The Theme Of Judgement Through Symbolism And Irony In To Kill A Mockingbird

What we learn in our childhood can stick with us for the rest of our lives. In, To Kill a Mockingbird, by Harper Lee, the children learn a very important lesson, that one should not judge others based on their appearances or stories heard about them. It is reflected by both Tom Robinson and Boo Radley and portrayed through literary devices such as symbolism and irony.

Tom Robinson is an innocent black man, falsely accused of rape. Tom Robinson, who is a Black-American field worker, is allegedly accused of raping a white woman, Mayella Ewell. Almost everyone in Maycomb believes that Tom Robinson is guilty of the crime until the evidence at his trial that proves his innocence. Mayella took advantage of the common prejudice, and falsely accused the young man, saying, “So he come in the yard an' I went in the house to get him the nickel and I turned around a 'fore I knew it he was on me. Just run up behind me, he did”. Tom being a Black-American, is despised and discriminated by the community where almost everyone is a racist and would easily believe the allegations made on 'the black citizen.' When Judge Taylor appoints lawyer Atticus on Tom's defense, most of the citizens in Maycomb disapproves the action. Although concrete evidence proved Tom innocent, he was convicted anyway. Racial discrimination dominating society places all odds against Tom, just because of his appearance. The death of Tom is compared by Mr. Underwood to “the senseless slaughter of songbirds.”
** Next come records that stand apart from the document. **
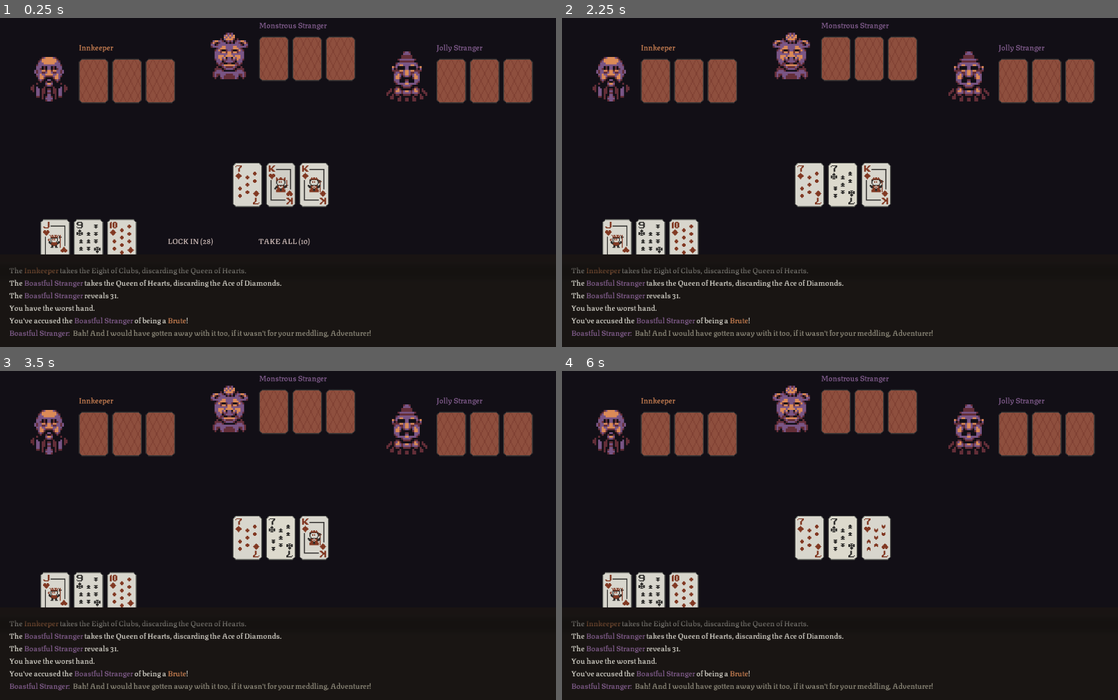
Above: before the commit, frames 1-4 (two rows, left to right).
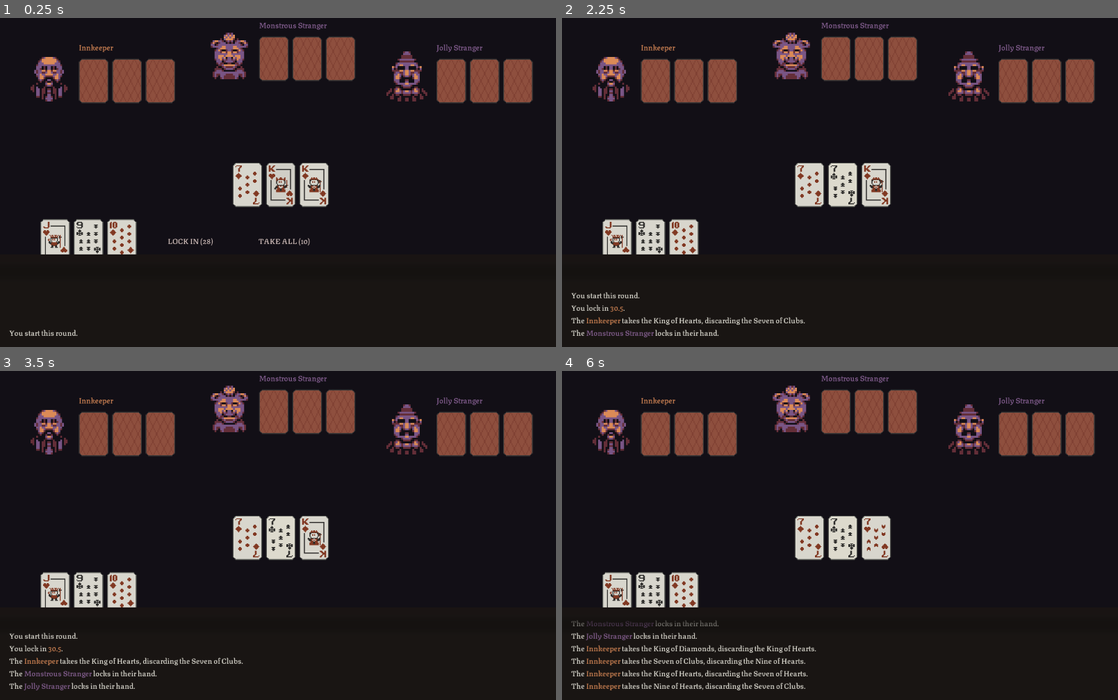
Above: after the commit, the same moments.

Repository: SLiV9/MegaNaiads
Game: Godot game, scene res://game_view.tscn
Two runs of this game, one before a commit and one after it. Both use one fixed random seed, a clock stepped at 60 frames per second and the inputs below.
Inputs (mouse positions are in pixels of both pictures, inside the frame that each line leads up to):
- Up to frame 1 (0.25 s): no input
- Up to frame 2 (2.25 s): click "LOCK IN (28)" at 0.5 s; tap Enter at 1.25 s; move the mouse to (962, 143) at 1.27 s; click (962, 143) at 1.42 s; tap Space at 2 s; move the mouse to (728, 179) at 2.02 s; click (728, 179) at 2.17 s
- Up to frame 3 (3.5 s): tap Enter at 2.75 s; move the mouse to (333, 433) at 2.77 s; click (333, 433) at 2.92 s
- Up to frame 4 (6 s): tap Space at 3.5, 5 s; move the mouse to (812, 588) at 3.52 s; click (812, 588) at 3.67 s; tap Enter at 4.25 s; move the mouse to (1006, 571) at 4.27 s; click (1006, 571) at 4.42 s; move the mouse to (673, 459) at 5.02 s; click (673, 459) at 5.17 s; move the mouse to (867, 515) at 5.77 s; click (867, 515) at 5.92 s

The runs differ from the first frame. In frame 1, 1.8% of the frame differs, in the area x 1-67%, y 75-98%; in frame 2, 2.0%; in frame 3, 2.2%; in frame 4, 2.6%.

Commit message:
Added text lines whenever a player takes a card or locks in.

Diff:
--- a/game.gd
+++ b/game.gd
@@ -1,5 +1,7 @@
 extends Node2D
 
+
+const NUMBER_COLOR = "#dc8b58"
 
 enum STATE {
 	PLAYER,
@@ -14,6 +16,7 @@
 var ai_has_passed = [false, false, false]
 var unused_faces = []
 var unused_strategies = []
+var text_lines = ["", "", "", "", "", ""]
 
 # Called when the node enters the scene tree for the first time.
 func _ready():
@@ -50,8 +53,7 @@
 		$Table.deal_card(deck[i])
 		i += 1
 	set_process_input(true)
-	$PlayerHand.set_process_input(true)
-	$Table.set_process_input(true)
+	start_game()
 
 func _input(ev):
 	if ev is InputEventMouseButton:
@@ -62,17 +64,19 @@
 						var ownCard = $PlayerHand.get_raised_card()
 						var tableCard = $Table.get_raised_card()
 						if ownCard != null and tableCard != null:
+							add_text_line("You take " + card_name(tableCard) +
+								", discarding " + card_name(ownCard) + ".")
 							$PlayerHand.exchange_cards(ownCard, tableCard)
 							$Table.exchange_cards(tableCard, ownCard)
 							advance_state()
 				STATE.BOT_LEFT:
-					enact_ai_action(0, $StrangerLeft/Hand)
+					enact_ai_action(0, $StrangerLeft)
 					advance_state()
 				STATE.BOT_MID:
-					enact_ai_action(1, $StrangerMid/Hand)
+					enact_ai_action(1, $StrangerMid)
 					advance_state()
 				STATE.BOT_RIGHT:
-					enact_ai_action(2, $StrangerRight/Hand)
+					enact_ai_action(2, $StrangerRight)
 					advance_state()
 				STATE.END:
 					pass
@@ -83,8 +87,25 @@
 						state = STATE.BOT_LEFT
 					elif $PassButton.pressed:
 						has_passed = true
+						add_text_line("You lock in " +
+							"[color=" + NUMBER_COLOR + "]" +
+							str(evaluate_hand($PlayerHand)) +
+							"[/color]" +
+							".")
 						advance_state()
 					elif $SwapButton.pressed:
+						add_text_line("You take " +
+							card_name($Table.cards[0]) + ", " +
+							card_name($Table.cards[1]) + " and " +
+							card_name($Table.cards[2]) + ", locking in " +
+							"[color=" + NUMBER_COLOR + "]" +
+							str(evaluate_hand($Table)) +
+							"[/color]" +
+							".")
+						add_text_line("You discarded " +
+							card_name($PlayerHand.cards[0]) + ", " +
+							card_name($PlayerHand.cards[1]) + " and " +
+							card_name($PlayerHand.cards[2]) + ".")
 						for i in range(0, 3):
 							var ownCard = $PlayerHand.cards[i]
 							var tableCard = $Table.cards[i]
@@ -100,6 +121,27 @@
 					pass
 				STATE.END:
 					pass
+
+func start_game():
+	var startingStates = [STATE.PLAYER, STATE.BOT_LEFT, STATE.BOT_MID,
+		STATE.BOT_RIGHT]
+	state = startingStates[randi() % startingStates.size()]
+	disable_player_controls()
+	match state:
+		STATE.PLAYER:
+			enable_player_controls()
+			add_text_line("You start this round.")
+		STATE.BOT_LEFT:
+			var name = $StrangerLeft.get_name_bbcode()
+			add_text_line("The " + name +  " starts this round.")
+		STATE.BOT_MID:
+			var name = $StrangerMid.get_name_bbcode()
+			add_text_line("The " + name +  " starts this round.")
+		STATE.BOT_RIGHT:
+			var name = $StrangerRight.get_name_bbcode()
+			add_text_line("The " + name +  " starts this round.")
+		STATE.END:
+			pass
 
 func advance_state():
 	if has_passed and ai_has_passed.min() == true:
@@ -142,13 +184,28 @@
 	$PassButton.visible = false
 	$SwapButton.visible = false
 
-func enact_ai_action(ai_index: int, hand: Hand):
+func enact_ai_action(ai_index: int, stranger: Stranger):
 	# TODO use AI to determine which action to take
+	var hand = stranger.get_node("Hand")
 	if ai_has_passed[ai_index]:
 		pass
 	elif (randi() % 100 < 20):
+		add_text_line("The " + stranger.get_name_bbcode() +
+			" locks in their hand.")
 		ai_has_passed[ai_index] = true
 	elif (randi() % 100 < 20):
+		add_text_line("The " + stranger.get_name_bbcode() + " takes " +
+			card_name($Table.cards[0]) + ", " +
+			card_name($Table.cards[1]) + " and " +
+			card_name($Table.cards[2]) + ", locking in " +
+			"[color=" + NUMBER_COLOR + "]" +
+			str(evaluate_hand($Table)) +
+			"[/color]" +
+			".")
+		add_text_line("The " + stranger.get_name_bbcode() + " discarded " +
+			card_name(hand.cards[0]) + ", " +
+			card_name(hand.cards[1]) + " and " +
+			card_name(hand.cards[2]) + ".")
 		for i in range(0, 3):
 			var ownCard = hand.cards[i]
 			var tableCard = $Table.cards[i]
@@ -159,6 +216,8 @@
 	else:
 		var ownCard = hand.cards[randi() % hand.cards.size()]
 		var tableCard = $Table.cards[randi() % $Table.cards.size()]
+		add_text_line("The " + stranger.get_name_bbcode() + " takes " +
+			card_name(tableCard) + ", discarding " + card_name(ownCard) + ".")
 		hand.exchange_cards(ownCard, tableCard)
 		$Table.exchange_cards(tableCard, ownCard)
 
@@ -168,3 +227,29 @@
 	stranger.become_stranger(face, strategy)
 	unused_faces.remove(unused_faces.find(face))
 	unused_strategies.remove(unused_strategies.find(strategy))
+
+func add_text_line(line):
+	text_lines.pop_front()
+	text_lines.push_back(line)
+	var bbcode_text = text_lines[0]
+	for i in range(1, text_lines.size()):
+		bbcode_text += "\n" + text_lines[i]
+	$TextBox/Content.bbcode_text = bbcode_text
+
+func card_name(card: int):
+	var suit = card % 4
+	var face = card / 4
+	var FACE_NAMES = ["Seven", "Eight", "Nine", "Ten",
+		"Jack", "Queen", "King", "Ace"]
+	var SUIT_NAMES = ["Clubs", "Diamonds", "Hearts", "Spades"]
+	if face < 8:
+		return "the " + FACE_NAMES[face] + " of " + SUIT_NAMES[suit]
+	else:
+		match card:
+			0: return "an Ace of Clubs"
+			1: return "a Joker"
+			2: return "a Twelve of Hearts"
+			3: return "an Ace of Spades"
+
+func evaluate_hand(hand: Hand):
+	return 30.5
--- a/game_view.tscn
+++ b/game_view.tscn
@@ -54,7 +54,7 @@
 "_edit_use_anchors_": false
 }
 
-[node name="RichTextLabel" type="RichTextLabel" parent="Camera2D/TextBox"]
+[node name="Content" type="RichTextLabel" parent="Camera2D/TextBox"]
 margin_left = 620.0
 margin_top = 20.0
 margin_right = 1780.0
--- a/project.godot
+++ b/project.godot
@@ -30,6 +30,10 @@
 run/main_scene="res://game_view.tscn"
 config/icon="res://icon.png"
 
+[debug]
+
+gdscript/warnings/integer_division=false
+
 [display]
 
 window/size/width=1200

Another circumstance that depicts improper judgment is the case of Boo Radley. Through Boo’s solitary and cryptic character, Scout and her brother, Jem mimic Radley's behavior. Jem provides an absurd description of the character, saying, ‘’Boo was about six-and-a-half feet tall, judging from his tracks; he dined on raw squirrels and any cats he could catch, that's why his hands were bloodstained...” It is not until later in the novel that the children realize that they are completely wrong. As Jem and Scout are walking home, they are attacked by Bob Ewell. Boo witnesses this morbid attack and came to the rescue, slaughtering Bob and saving the kids. Boo shows great bravery and kindness that causes the children to completely change their views on him. As Atticus said to Scout, 'You really never understand a person until you consider thing from his point of view”. It is crucial to listen to people, try to fit and walk in their shoes and reason things from their perspective. He says that it is only after knowing the people well and the circumstances around their actions and behavior that one can make conclusions and judgment about others.
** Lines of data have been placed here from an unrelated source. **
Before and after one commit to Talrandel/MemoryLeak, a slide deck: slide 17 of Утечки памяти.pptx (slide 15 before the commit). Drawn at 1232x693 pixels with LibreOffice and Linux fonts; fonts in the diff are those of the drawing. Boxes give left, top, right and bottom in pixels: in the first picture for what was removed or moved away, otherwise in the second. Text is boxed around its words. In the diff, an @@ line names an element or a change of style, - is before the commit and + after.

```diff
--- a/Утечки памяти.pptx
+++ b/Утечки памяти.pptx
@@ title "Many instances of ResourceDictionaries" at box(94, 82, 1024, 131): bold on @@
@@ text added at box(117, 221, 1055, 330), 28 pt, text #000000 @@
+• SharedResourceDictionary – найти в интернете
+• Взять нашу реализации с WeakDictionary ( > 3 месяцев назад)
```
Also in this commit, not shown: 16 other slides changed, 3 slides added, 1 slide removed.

Harper Lee uses several literal devices in the novel to present the theme of judgment, using symbolism, irony, etc. Symbolism has been widely used in the novel, including its title, “To Kill a Mockingbird”. The Mockingbird in the novel symbolizes the innocence and goodness of people. Killing the Mockingbird, therefore, symbolizes destroying, crushing, or bruising the innocence of characters who meet evil. The innocence of several characters in the novel is destroyed, an excellent example being Tom Robinson being accused and convicted for rape that he didn’t commit. Among others, Boo is a typical mocking bird, where Scout and Jem perceive him as weird and absurd despite his bravery and kindness. Lee also uses both dramatic and situational irony in her work to show the contradiction between perceived image and reality about judging others. Situational irony occurs when the outcome is opposite of what is expected. For example, in a society where people are judged on their appearance, Atticus chooses to defend Tom, regardless of the hate. This is unexpected and sets an excellent model for his kids to not judge people by their skin color. In this case, just because Tom is colored doesn’t mean he raped Mayella. Dramatic irony, which is a style that the author uses to inform the reader of something that the characters do not know, has also been applied in presenting the lesson. For example, the reader was aware that Boo was the one who sew Jems pants, reflecting the kindness in his heart and shows that he is not a monster.

Maycomb is a sickening society, with innocent black men being accused of rape, and solitary men accused of being monsters. The children learn a valuable lesson throughout the novel, and that is to not judge others without a solid analysis or evidence. The lesson can also be reflected on by the readers, with Lee’s brilliant use of literary devices. The lessons we are taught as kids will guide us through the rest of our lives.